In summary, two different oriented PVDF nanofibers with excellent properties are provided as a film for facilitating osteogenic ability of stem cells. The PVDF nanofiber film can be annealed under an annealing temperature ranging from 70° C. to 120° C. for significantly increasing the β-phase content (86.45% and 74.14%, respectively) compared to most polarized pure PVDF films. These PVDF membranes arrange the stem cell fate through a great piezoelectrical effect and more active calcium transfer, BMSCs seeded on RA nanofibers exhibits a larger vinculin area, improved osteogenic potential, and active calcium signaling even without the need for external stimulation. The BMSCs on both AA and RA exhibit greater osteogenesis than that on TCD. This is caused by the piezoelectrical effect triggered by cells on high β-phase content PVDF membranes. In addition, cells on RA have more adhesion area, stable microenvironment, and active calcium variation which promote the better differentiation of cells on RA than AA. The comprehensive analysis conducted in the present invention provides a fresh perspective for investigating the intricate interactions within the microenvironment. Moreover, these findings lay down the fundamental principles for the design of next-generation scaffolds aimed at bone repair.

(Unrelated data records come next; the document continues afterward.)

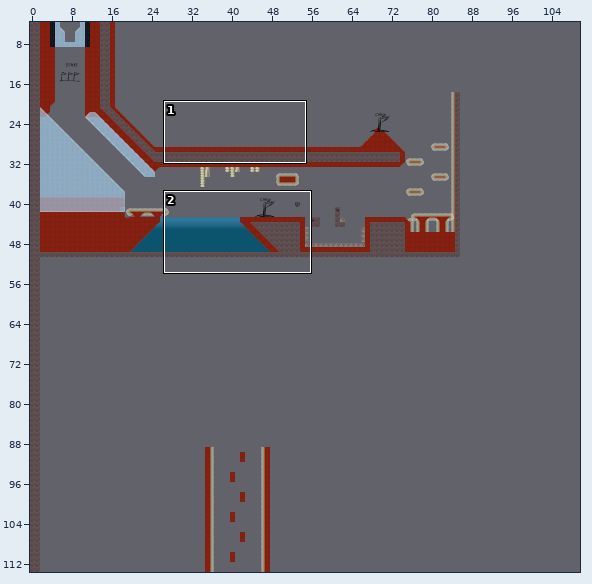
Level history. Tiled map: data/assets/platforms2.tmx. Above, an overview of the earlier version with the close-up marked.
Close-up. Earlier state:
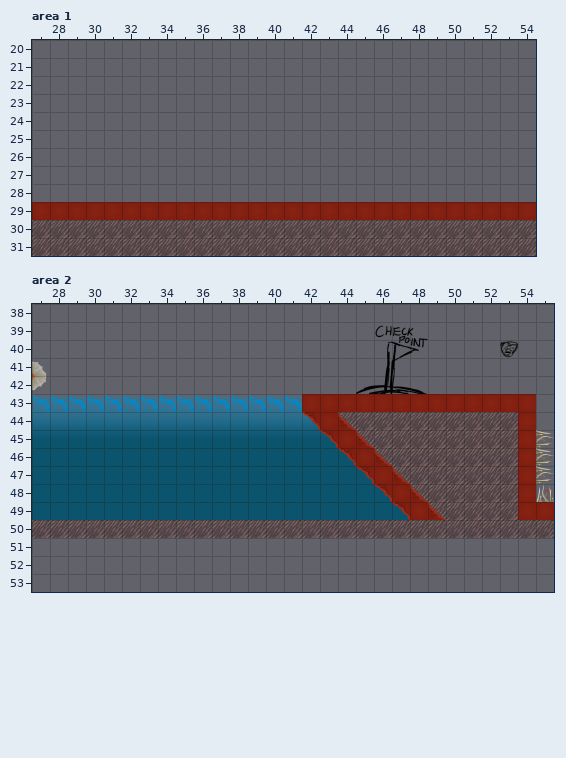
Cells are 64x64 px. Shown: area 1 x 27..54, y 20..31; area 2 x 27..55, y 38..53. The commit also changed other parts of the map, which this record leaves out.
After:
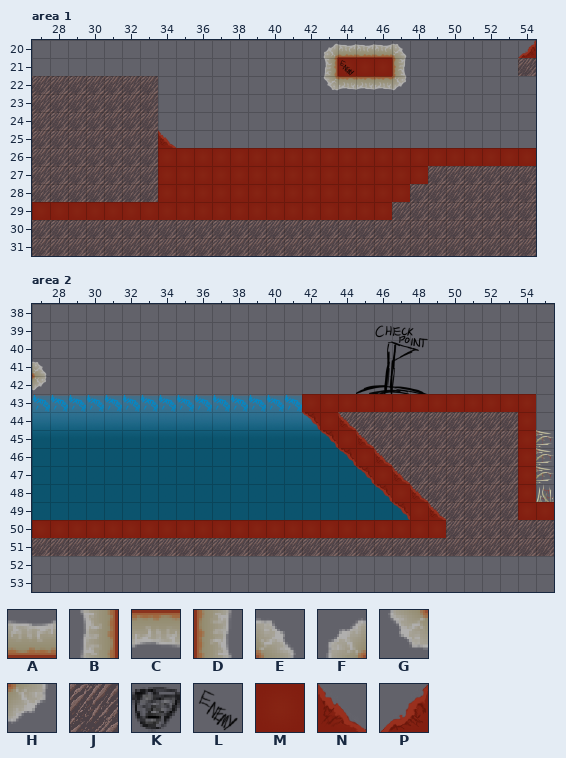
Key: from "TileBounce": A 0 "NonEdibleEdge", B 1, C 2, D 3, E 4 "NonEdibleSlope", F 5, G 6, H 7; from "TileHard": J 0 "NonEdible", K 23, L 26; from "TileMeatSolid1": M 0 "Block"; from "TileMeatTri1": N 0 "Slope", P 4 "Slope".
_ is an empty cell.
Tiles replaced or removed in this view: J, K, M.
See-through tiles are keyed as they look on the map.
Diff:
Changed rows in their new state; . is an unchanged cell.
Layer "Level", area 1:
first column x 27:
20 ................FAAAE......P
21 ................BMMMD......J
22 JJJJJJJ.........GCCCH.......
23 JJJJJJJ.....................
24 JJJJJJJ.....................
25 JJJJJJJN....................
26 JJJJJJJMMMMMMMMMMMMMMMMMMMMM
27 JJJJJJJMMMMMMMMMMMMMMMJJJJJJ
28 JJJJJJJMMMMMMMMMMMMMMJJJJJJJ
29 ....................JJJJJJJJ
Layer "Flags", area 1:
first column x 44:
21 L
Layer "Level", area 2:
first column x 27:
50 MMMMMMMMMMMMMMMMMMMMMMM......
51 JJJJJJJJJJJJJJJJJJJJJJJJJJJJJ
Layer "Flags", area 2:
first column x 53:
40 _

The foregoing description of the present invention has been provided for the purposes of illustration and description. It is not intended to be exhaustive or to limit the invention to the precise forms disclosed. Many modifications and variations will be apparent to the practitioner skilled in the art.

The embodiments were chosen and described in order to best explain the principles of the invention and its practical application, thereby enabling others skilled in the art to understand the invention for various embodiments and with various modifications that are suited to the particular use contemplated.